(Provided records begins)

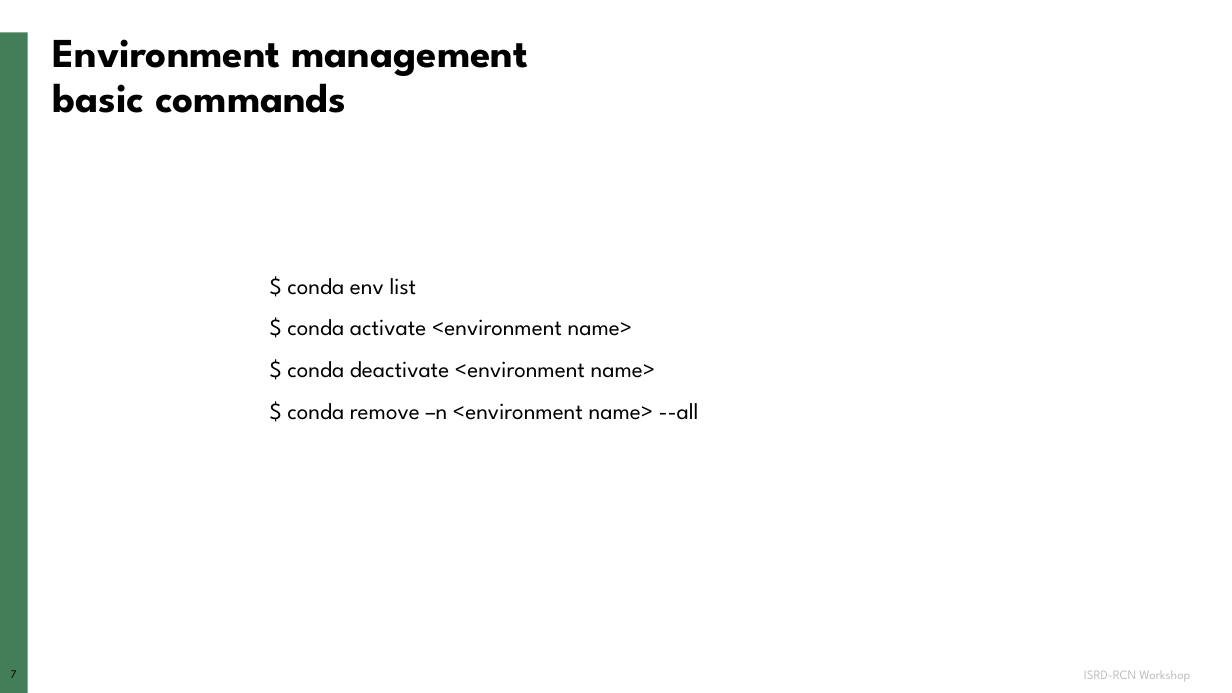
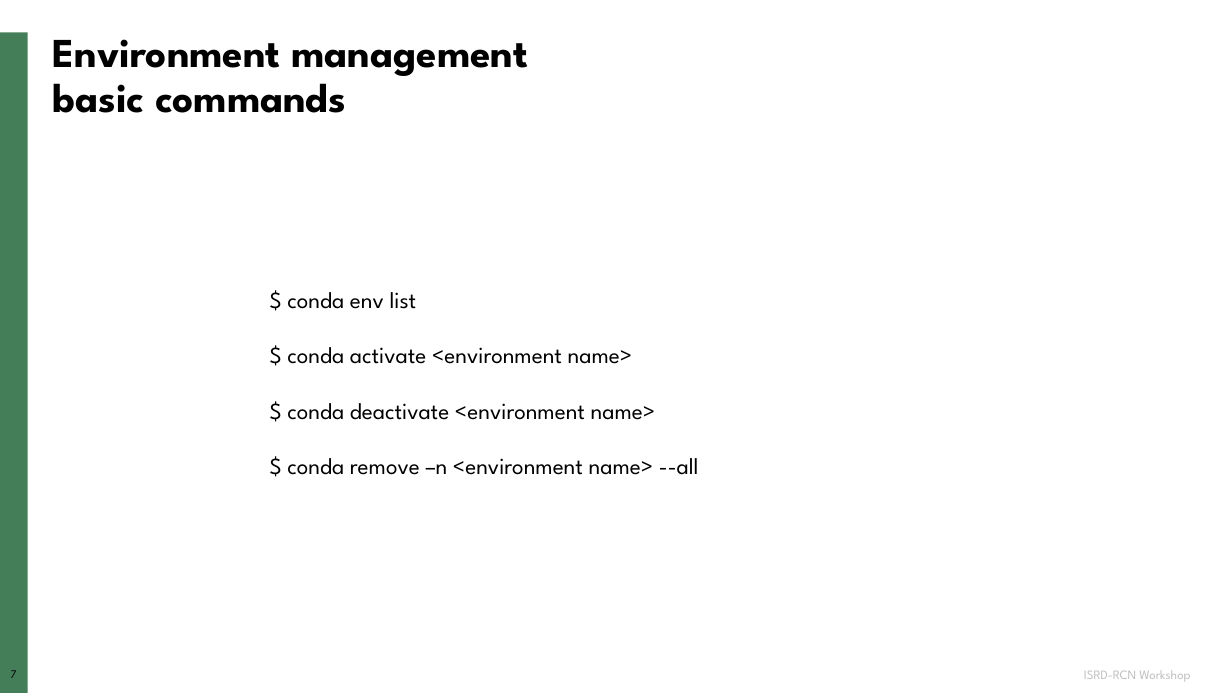
Before and after one commit to neutrons/ns-computation-tutorial, a slide deck: slide 7 of lectures/NXS_2023_environment_and_running_python_options.pptx. Drawn at 1232x693 pixels with LibreOffice and Linux fonts; fonts in the diff are those of the drawing; background and template pictures are left out. Boxes give left, top, right and bottom in pixels: in the first picture for what was removed or moved away, otherwise in the second. Text is boxed around its words. In the diff, an @@ line names an element or a change of style, - is before the commit and + after.

Commit message:
jean lecture about environments and editor

```diff
--- a/lectures/NXS_2023_environment_and_running_python_options.pptx
+++ b/lectures/NXS_2023_environment_and_running_python_options.pptx
@@ text "$ conda env list" at bbox=[287, 292, 699, 475]: line spacing 1.5 to 2 @@
```
Also in this commit, not shown: 2 other files.
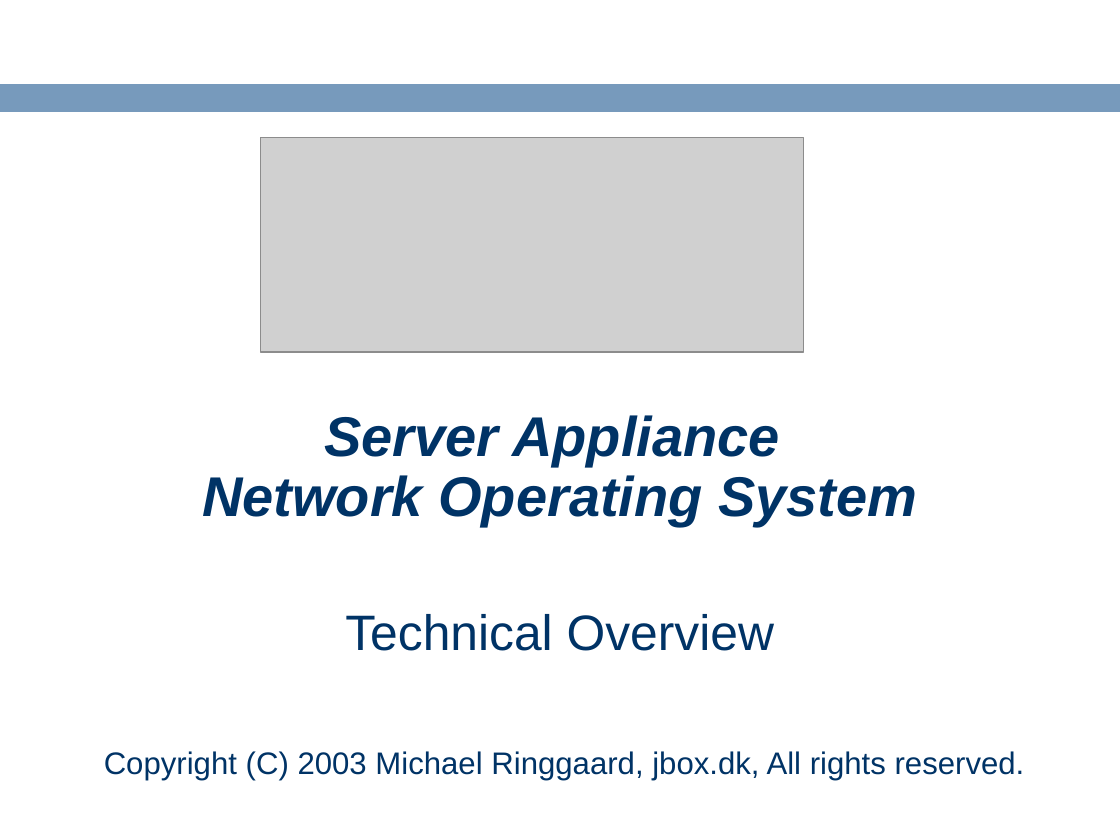
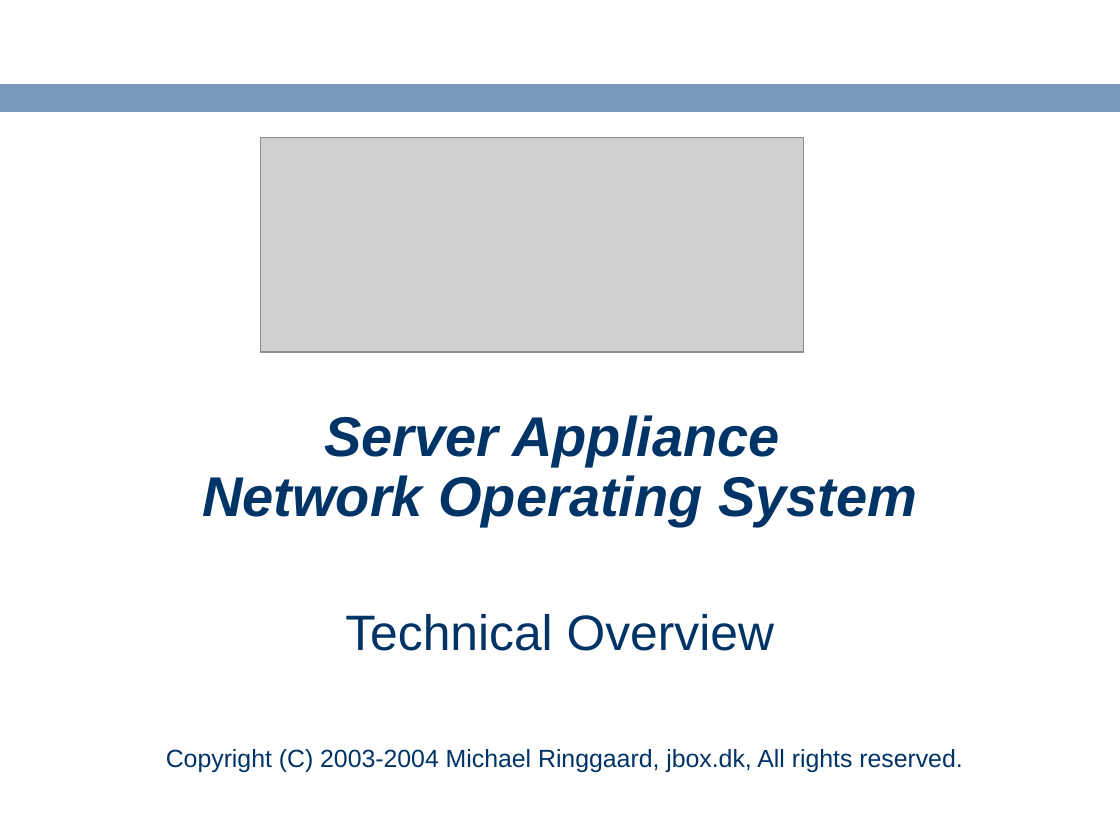
Before and after one commit to ringgaard/sanos, a slide deck: slide 1 of doc/sanostech.ppt. Drawn at 1120x840 pixels with LibreOffice and Linux fonts; fonts in the diff are those of the drawing; grey boxes stand for pictures; background and template pictures are left out. Boxes give left, top, right and bottom in pixels: in the first picture for what was removed or moved away, otherwise in the second. Text is boxed around its words. In the diff, an @@ line names an element or a change of style, - is before the commit and + after.

```diff
--- a/doc/sanostech.ppt
+++ b/doc/sanostech.ppt
@@ text at (166, 749, 962, 772): text changed; size 20 to 16 pt @@
-Copyright (C) 2003 Michael Ringgaard, jbox.dk, All rights reserved.
+Copyright (C) 2003-2004 Michael Ringgaard, jbox.dk, All rights reserved.
```
Also in this commit, not shown: 7 other slides changed, 1 slide added.
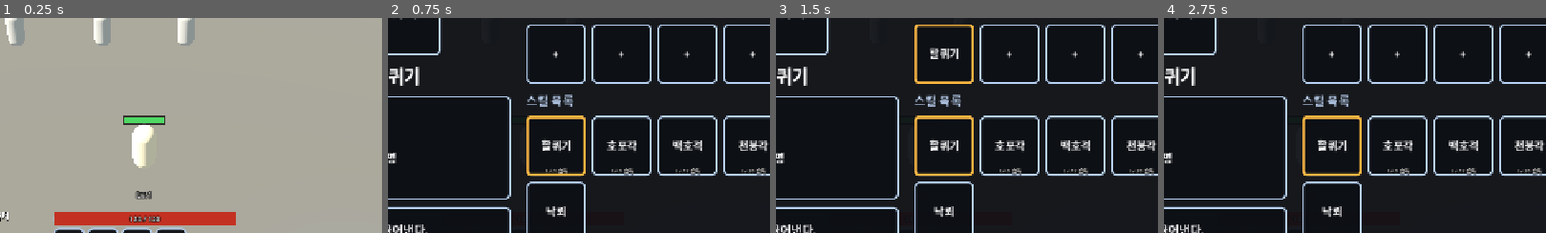
Above: before the commit, frames 1-4 (left to right).
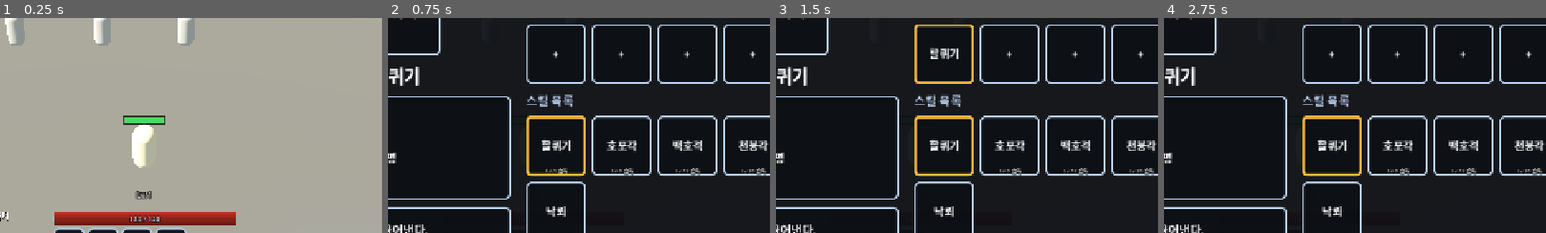
Above: after the commit, the same moments.

Repository: gogoalswo/MMORPG
Game: Godot game, scene res://main.tscn
The game is run twice, just before and just after one commit, with the same random seed, the same clock (stepped at 60 frames per second) and the same inputs.
Inputs (mouse positions are % of the whole screen's width and height, from its top left):
- Up to frame 1 (0.25 s): no input
- Up to frame 2 (0.75 s): click (40, 80) at 0.52 s
- Up to frame 3 (1.5 s): click "장착" at 1.25 s
- Up to frame 4 (2.75 s): click "해제" at 2 s
The pictures show only the part of the screen within x 31-81%, y 25-75%; the shares and areas given below are measured in that part.

The runs differ from the first frame. In frame 1, 2.2% of the frame differs, in the area x 14-62%, y 91-97%; in frame 2, less than 0.1%; in frame 3, less than 0.1%; in frame 4, less than 0.1%.

Commit message:
막대 채움을 코드로 그려 홈 모양과 맞춘다
홈은 끝이 비스듬히 잘렸는데 받은 채움 그림은 끝이 둥근 캡슐이라, 겹치면
모서리마다 홈 바닥이 비쳐 빈 공간으로 보였다.

채움은 어떤 높이·길이에도 홈을 꽉 채워야 해서 그림으로는 맞출 수 없다.
위가 밝고 아래로 어두워지는 세로 그라데이션을 만들어 늘여 쓴다 — 광택은
살고 모양은 언제나 홈과 같다. ui_bar_fill 은 미사용으로 남긴다.

Co-Authored-By: Claude Opus 5 <noreply@anthropic.com>
Claude-Session: https://claude.ai/code/session_01UWpuf7GaJDnraUdk3e1vXQ

Diff:
--- a/godot/game/game.gd
+++ b/godot/game/game.gd
@@ -405,11 +405,7 @@
 	_exp_bar = TextureProgressBar.new()
 	_exp_bar.fill_mode = TextureProgressBar.FILL_LEFT_TO_RIGHT
 	_exp_bar.nine_patch_stretch = true
-	_exp_bar.set_stretch_margin(SIDE_LEFT, 24)
-	_exp_bar.set_stretch_margin(SIDE_RIGHT, 24)
-	# **단색 판으로 채운다.** 광택 캡슐(`ui_bar_fill`)은 위아래에 투명 여백이 있어
-	# 가는 띠에 넣으면 띠 높이를 다 못 채우고 **위쪽이 빈다** (2026-09-20 지적)
-	_exp_bar.texture_progress = _white(8)
+	_exp_bar.texture_progress = _bar_fill(EXP_GAUGE_H)
 	_exp_bar.tint_progress = Color("#e8c14a")
 	# 아직 안 채운 쪽 — 체력 막대 홈 바닥과 같은 톤이라야 한 벌로 보인다
 	_exp_bar.texture_under = _exp_bar.texture_progress
@@ -449,12 +445,8 @@
 
 	var bar := TextureProgressBar.new()
 	bar.fill_mode = TextureProgressBar.FILL_LEFT_TO_RIGHT
-	# 채움은 끝이 둥근 캡슐이라 통째로 늘이면 끝이 뭉개진다 — 9조각으로 가운데만 늘인다
 	bar.nine_patch_stretch = true
-	bar.set_stretch_margin(SIDE_LEFT, 24)
-	bar.set_stretch_margin(SIDE_RIGHT, 24)
-	var fill := _icon("ui_bar_fill")
-	bar.texture_progress = fill if fill != null else _white(16)
+	bar.texture_progress = _bar_fill(height)
 	bar.tint_progress = tint
 	# 빈 쪽 바닥은 **홈 그림 안에 있다** — 조각을 뚫지 않고 어두운 안쪽째로 받는다
 	bar.step = 0.0
@@ -1346,6 +1338,28 @@
 		draw_line(half, tip, Color(0.55, 0.85, 1.0, 0.28), 7.0, true)
 		draw_line(half, tip, Color(0.9, 0.97, 1.0, 0.95), 2.0, true)
 		draw_circle(tip, 4.0, Color(1.0, 1.0, 1.0, 0.9))
+
+
+## 막대 채움 ★★ **코드로 그린다.** 바르코로 받은 광택 캡슐(`ui_bar_fill`)은 끝이
+## 둥근데 홈(`ui_bar_frame`)은 **끝이 비스듬히 잘려** 있다. 모양이 다른 둘을 겹치니
+## 모서리마다 홈 바닥이 비쳐 **"빈 공간"** 으로 보였다 (2026-09-20 지적 — "테두리랑
+## 그걸 채우는 슬라이드 이미지가 달라서 생기는 문제").
+##
+## 채움은 **어떤 높이·길이에도 홈을 꽉 채워야** 하므로 그림으로 맞출 수가 없다.
+## 위가 밝고 아래로 어두워지는 세로 그라데이션 한 줄을 만들어 늘여 쓴다 — 광택은
+## 그대로 살고 모양은 언제나 홈과 같다. 색은 `tint_progress` 가 입힌다
+func _bar_fill(height: int) -> Texture2D:
+	var tall := maxi(height, 4)
+	var image := Image.create(8, tall, false, Image.FORMAT_RGBA8)
+	for y in tall:
+		# 위 1/3 이 밝고 아래로 갈수록 어둡다. 맨 위 한 줄은 하이라이트
+		var t := float(y) / maxf(1.0, float(tall - 1))
+		var v := lerpf(1.0, 0.52, pow(t, 0.8))
+		if y == 0:
+			v = 1.0
+		for x in 8:
+			image.set_pixel(x, y, Color(v, v, v))
+	return ImageTexture.create_from_image(image)
 
 
 ## 쿨타임 어둠에 쓰는 흰 판. 둥근 채우기는 늘이면 안 그려지므로 칸 크기 그대로 만든다
Not shown, changed: docs/features/hud.md
Not shown, changed: docs/features/ui-art-style.md

(Provided records ends)

* [Problem] Keep the pictures out and print all the records exactly as they are.

* [Reply]
Before and after one commit to neutrons/ns-computation-tutorial, a slide deck: slide 7 of lectures/NXS_2023_environment_and_running_python_options.pptx. Drawn at 1232x693 pixels with LibreOffice and Linux fonts; fonts in the diff are those of the drawing; background and template pictures are left out. Boxes give left, top, right and bottom in pixels: in the first picture for what was removed or moved away, otherwise in the second. Text is boxed around its words. In the diff, an @@ line names an element or a change of style, - is before the commit and + after.

Commit message:
jean lecture about environments and editor

```diff
--- a/lectures/NXS_2023_environment_and_running_python_options.pptx
+++ b/lectures/NXS_2023_environment_and_running_python_options.pptx
@@ text "$ conda env list" at bbox=[287, 292, 699, 475]: line spacing 1.5 to 2 @@
```
Also in this commit, not shown: 2 other files.
Before and after one commit to ringgaard/sanos, a slide deck: slide 1 of doc/sanostech.ppt. Drawn at 1120x840 pixels with LibreOffice and Linux fonts; fonts in the diff are those of the drawing; grey boxes stand for pictures; background and template pictures are left out. Boxes give left, top, right and bottom in pixels: in the first picture for what was removed or moved away, otherwise in the second. Text is boxed around its words. In the diff, an @@ line names an element or a change of style, - is before the commit and + after.

```diff
--- a/doc/sanostech.ppt
+++ b/doc/sanostech.ppt
@@ text at (166, 749, 962, 772): text changed; size 20 to 16 pt @@
-Copyright (C) 2003 Michael Ringgaard, jbox.dk, All rights reserved.
+Copyright (C) 2003-2004 Michael Ringgaard, jbox.dk, All rights reserved.
```
Also in this commit, not shown: 7 other slides changed, 1 slide added.
Above: before the commit, frames 1-4 (left to right).
Above: after the commit, the same moments.

Repository: gogoalswo/MMORPG
Game: Godot game, scene res://main.tscn
The game is run twice, just before and just after one commit, with the same random seed, the same clock (stepped at 60 frames per second) and the same inputs.
Inputs (mouse positions are % of the whole screen's width and height, from its top left):
- Up to frame 1 (0.25 s): no input
- Up to frame 2 (0.75 s): click (40, 80) at 0.52 s
- Up to frame 3 (1.5 s): click "장착" at 1.25 s
- Up to frame 4 (2.75 s): click "해제" at 2 s
The pictures show only the part of the screen within x 31-81%, y 25-75%; the shares and areas given below are measured in that part.

The runs differ from the first frame. In frame 1, 2.2% of the frame differs, in the area x 14-62%, y 91-97%; in frame 2, less than 0.1%; in frame 3, less than 0.1%; in frame 4, less than 0.1%.

Commit message:
막대 채움을 코드로 그려 홈 모양과 맞춘다
홈은 끝이 비스듬히 잘렸는데 받은 채움 그림은 끝이 둥근 캡슐이라, 겹치면
모서리마다 홈 바닥이 비쳐 빈 공간으로 보였다.

채움은 어떤 높이·길이에도 홈을 꽉 채워야 해서 그림으로는 맞출 수 없다.
위가 밝고 아래로 어두워지는 세로 그라데이션을 만들어 늘여 쓴다 — 광택은
살고 모양은 언제나 홈과 같다. ui_bar_fill 은 미사용으로 남긴다.

Co-Authored-By: Claude Opus 5 <noreply@anthropic.com>
Claude-Session: https://claude.ai/code/session_01UWpuf7GaJDnraUdk3e1vXQ

Diff:
--- a/godot/game/game.gd
+++ b/godot/game/game.gd
@@ -405,11 +405,7 @@
 	_exp_bar = TextureProgressBar.new()
 	_exp_bar.fill_mode = TextureProgressBar.FILL_LEFT_TO_RIGHT
 	_exp_bar.nine_patch_stretch = true
-	_exp_bar.set_stretch_margin(SIDE_LEFT, 24)
-	_exp_bar.set_stretch_margin(SIDE_RIGHT, 24)
-	# **단색 판으로 채운다.** 광택 캡슐(`ui_bar_fill`)은 위아래에 투명 여백이 있어
-	# 가는 띠에 넣으면 띠 높이를 다 못 채우고 **위쪽이 빈다** (2026-09-20 지적)
-	_exp_bar.texture_progress = _white(8)
+	_exp_bar.texture_progress = _bar_fill(EXP_GAUGE_H)
 	_exp_bar.tint_progress = Color("#e8c14a")
 	# 아직 안 채운 쪽 — 체력 막대 홈 바닥과 같은 톤이라야 한 벌로 보인다
 	_exp_bar.texture_under = _exp_bar.texture_progress
@@ -449,12 +445,8 @@
 
 	var bar := TextureProgressBar.new()
 	bar.fill_mode = TextureProgressBar.FILL_LEFT_TO_RIGHT
-	# 채움은 끝이 둥근 캡슐이라 통째로 늘이면 끝이 뭉개진다 — 9조각으로 가운데만 늘인다
 	bar.nine_patch_stretch = true
-	bar.set_stretch_margin(SIDE_LEFT, 24)
-	bar.set_stretch_margin(SIDE_RIGHT, 24)
-	var fill := _icon("ui_bar_fill")
-	bar.texture_progress = fill if fill != null else _white(16)
+	bar.texture_progress = _bar_fill(height)
 	bar.tint_progress = tint
 	# 빈 쪽 바닥은 **홈 그림 안에 있다** — 조각을 뚫지 않고 어두운 안쪽째로 받는다
 	bar.step = 0.0
@@ -1346,6 +1338,28 @@
 		draw_line(half, tip, Color(0.55, 0.85, 1.0, 0.28), 7.0, true)
 		draw_line(half, tip, Color(0.9, 0.97, 1.0, 0.95), 2.0, true)
 		draw_circle(tip, 4.0, Color(1.0, 1.0, 1.0, 0.9))
+
+
+## 막대 채움 ★★ **코드로 그린다.** 바르코로 받은 광택 캡슐(`ui_bar_fill`)은 끝이
+## 둥근데 홈(`ui_bar_frame`)은 **끝이 비스듬히 잘려** 있다. 모양이 다른 둘을 겹치니
+## 모서리마다 홈 바닥이 비쳐 **"빈 공간"** 으로 보였다 (2026-09-20 지적 — "테두리랑
+## 그걸 채우는 슬라이드 이미지가 달라서 생기는 문제").
+##
+## 채움은 **어떤 높이·길이에도 홈을 꽉 채워야** 하므로 그림으로 맞출 수가 없다.
+## 위가 밝고 아래로 어두워지는 세로 그라데이션 한 줄을 만들어 늘여 쓴다 — 광택은
+## 그대로 살고 모양은 언제나 홈과 같다. 색은 `tint_progress` 가 입힌다
+func _bar_fill(height: int) -> Texture2D:
+	var tall := maxi(height, 4)
+	var image := Image.create(8, tall, false, Image.FORMAT_RGBA8)
+	for y in tall:
+		# 위 1/3 이 밝고 아래로 갈수록 어둡다. 맨 위 한 줄은 하이라이트
+		var t := float(y) / maxf(1.0, float(tall - 1))
+		var v := lerpf(1.0, 0.52, pow(t, 0.8))
+		if y == 0:
+			v = 1.0
+		for x in 8:
+			image.set_pixel(x, y, Color(v, v, v))
+	return ImageTexture.create_from_image(image)
 
 
 ## 쿨타임 어둠에 쓰는 흰 판. 둥근 채우기는 늘이면 안 그려지므로 칸 크기 그대로 만든다
Not shown, changed: docs/features/hud.md
Not shown, changed: docs/features/ui-art-style.md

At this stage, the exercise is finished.